I think cold fusion research is warming up, and again, the material used are recyclable, and the deuterium in water is abundant enough and recoverable enough that this could be our major industrial source of power in the future, maybe twenty to forty years out.

I think conventional nuclear power can be "cleaned up" and the byproducts effectively contained, and power produced safely. Just don't allow designs that have China Syndrome potentials, use bigger reactors with less concentrated nuclear components, and use byproduct radioactives, encased in glass at levels that won't melt the glass, submerged in ponds, to preheat water for the generation cycle, stuff like that.

Although coal and oil are evidently still available and in the case of coal and natural gas fairly abundant, we should not have an economy based on these resources alone, and conservation of depletable resources, even nuclear, is a always going to be good long-term planning.

We don't need to accept any plan that reduces human productivity, technology, or living standards. And we don't need a fascist world government like the UN.
 
Just read that Leonardo DiCaprio and his foundation met with the President elect at his HQ in New York. They presented a plan on how focusing on renewable energy could create millions of jobs.

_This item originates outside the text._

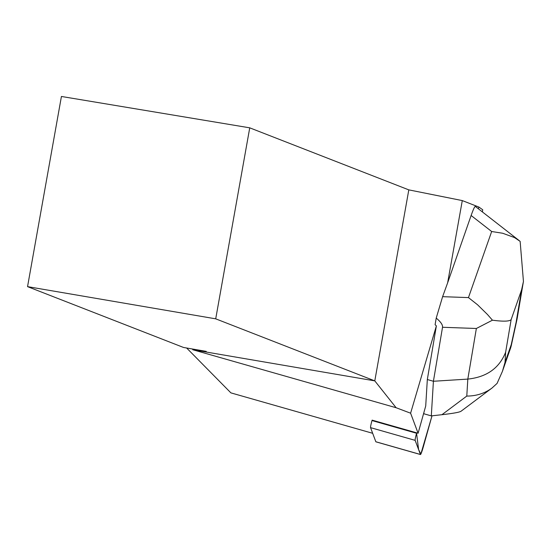 <?xml version="1.0" encoding="UTF-8"?>
<svg xmlns="http://www.w3.org/2000/svg" width="551" height="551" viewBox="0 0 551 551"><rect width="100%" height="100%" fill="white"/><g stroke="black" fill="none" stroke-linecap="round" stroke-linejoin="round"><path stroke-width="0.83" d="M375.968 441.792A7.755 0.634 -74.1 0 1 375.885 441.819A7.755 0.634 -74.1 0 1 375.837 441.757L370.554 427.638A7.755 0.634 -74.1 0 1 371.994 420.551L416.577 433.265A7.755 0.634 105.9 0 0 415.144 440.352L420.42 454.472A7.755 0.634 105.9 0 0 420.475 454.534A7.755 0.634 105.9 0 0 423.347 446.771L431.998 415.812L420.847 454.072L418.608 449.623L416.577 433.265M482.4 211.921L482.731 209.779L478.922 207.073L478.296 208.726M372.132 420.137L418.099 433.244L425.716 405.997L427.328 379.529L436.371 325.889L410.605 413.195L396.121 407.733L374.79 380.879L408.808 189.875L462.289 200.585L478.922 207.073M418.099 433.244L410.605 413.195M475.417 206.501L475.355 206.439C474.748 206.239 473.337 209.263 471.119 215.496L447.632 282.849L462.289 200.585M249.741 127.832L61.423 96.466L27.55 286.637L183.545 347.474L206.26 351.373L192.698 349.72L374.79 380.879L215.716 318.836L249.741 127.832L408.808 189.875M186.651 348.012L230.89 392.87L372.676 433.306M27.55 286.637L215.716 318.836M436.371 325.889L435.104 324.691L436.22 318.092C440.759 321.86 442.859 324.918 442.522 327.273L476.36 328.486L467.82 379.095C486.76 377.07 499.364 368.102 505.639 352.199L511.135 319.642C509.441 321.44 503.215 321.626 492.442 320.193L487.435 314.463L477.552 304.772L468.453 297.595L442.611 296.672L447.632 282.849M396.121 407.733L192.698 349.72M442.522 327.273L433.41 381.264L427.328 379.529M510.763 347.605L511.252 344.623L505.019 362.365L502.416 371.381L497.078 383.413L491.933 388.097C484.735 393.373 476.353 396.038 466.787 396.079L467.82 379.095L433.41 381.264L431.309 415.895L423.815 413.753L423.891 412.527M442.611 296.672L436.22 318.092M466.787 396.079L441.95 414.696C453.156 413.422 459.52 412.272 461.042 411.239L491.802 388.186M441.95 414.696L431.309 415.895M471.119 215.496L491.664 231.51L502.677 233.252L514.448 237.55L520.137 241.359L523.45 281.451L521.583 289.881L516.094 322.445L517.224 318.237L523.429 281.444M492.442 320.193L476.36 328.486M375.837 441.757L420.42 454.472M415.144 440.352L370.554 427.638M491.664 231.51L468.453 297.595M516.094 322.445L511.252 344.623M511.135 319.642L521.583 289.881M505.019 362.365L505.639 352.199M375.885 441.819L420.475 454.534M475.355 206.439L519.269 240.656M517.017 319.305L511.08 346.503M510.784 347.536L502.422 371.353"/></g></svg>

At least he is listening. This is after a meeting with his wife to present her with this info. Possibly a follow up meeting next month.
 
Just read that Leonardo DiCaprio and his foundation met with the President elect at his HQ in New York. They presented a plan on how focusing on renewable energy could create millions of jobs.

At least he is listening. This is after a meeting with his wife to present her with this info. Possibly a follow up meeting next month.

Good job trump.
 
Trump isn't the hero we deserve, but maybe he's the hero we need right now.


Lol I almost said that with a straight face. Heh.
 
I'm sorry, but did you read the article you Googled? They're trying to figure out whether it really is 97%, or if it's more like 86%. Either way, it's a vast majority. And no, the 97% does not come from op-ed pieces. It comes from a 2009 survey of a few thousand scientists. As the WSJ points out, it's only 97% if you include active climate scientists. I'm sure if you only include computer programmers or whatever, you'll end up with the same percentage as average educated Americans.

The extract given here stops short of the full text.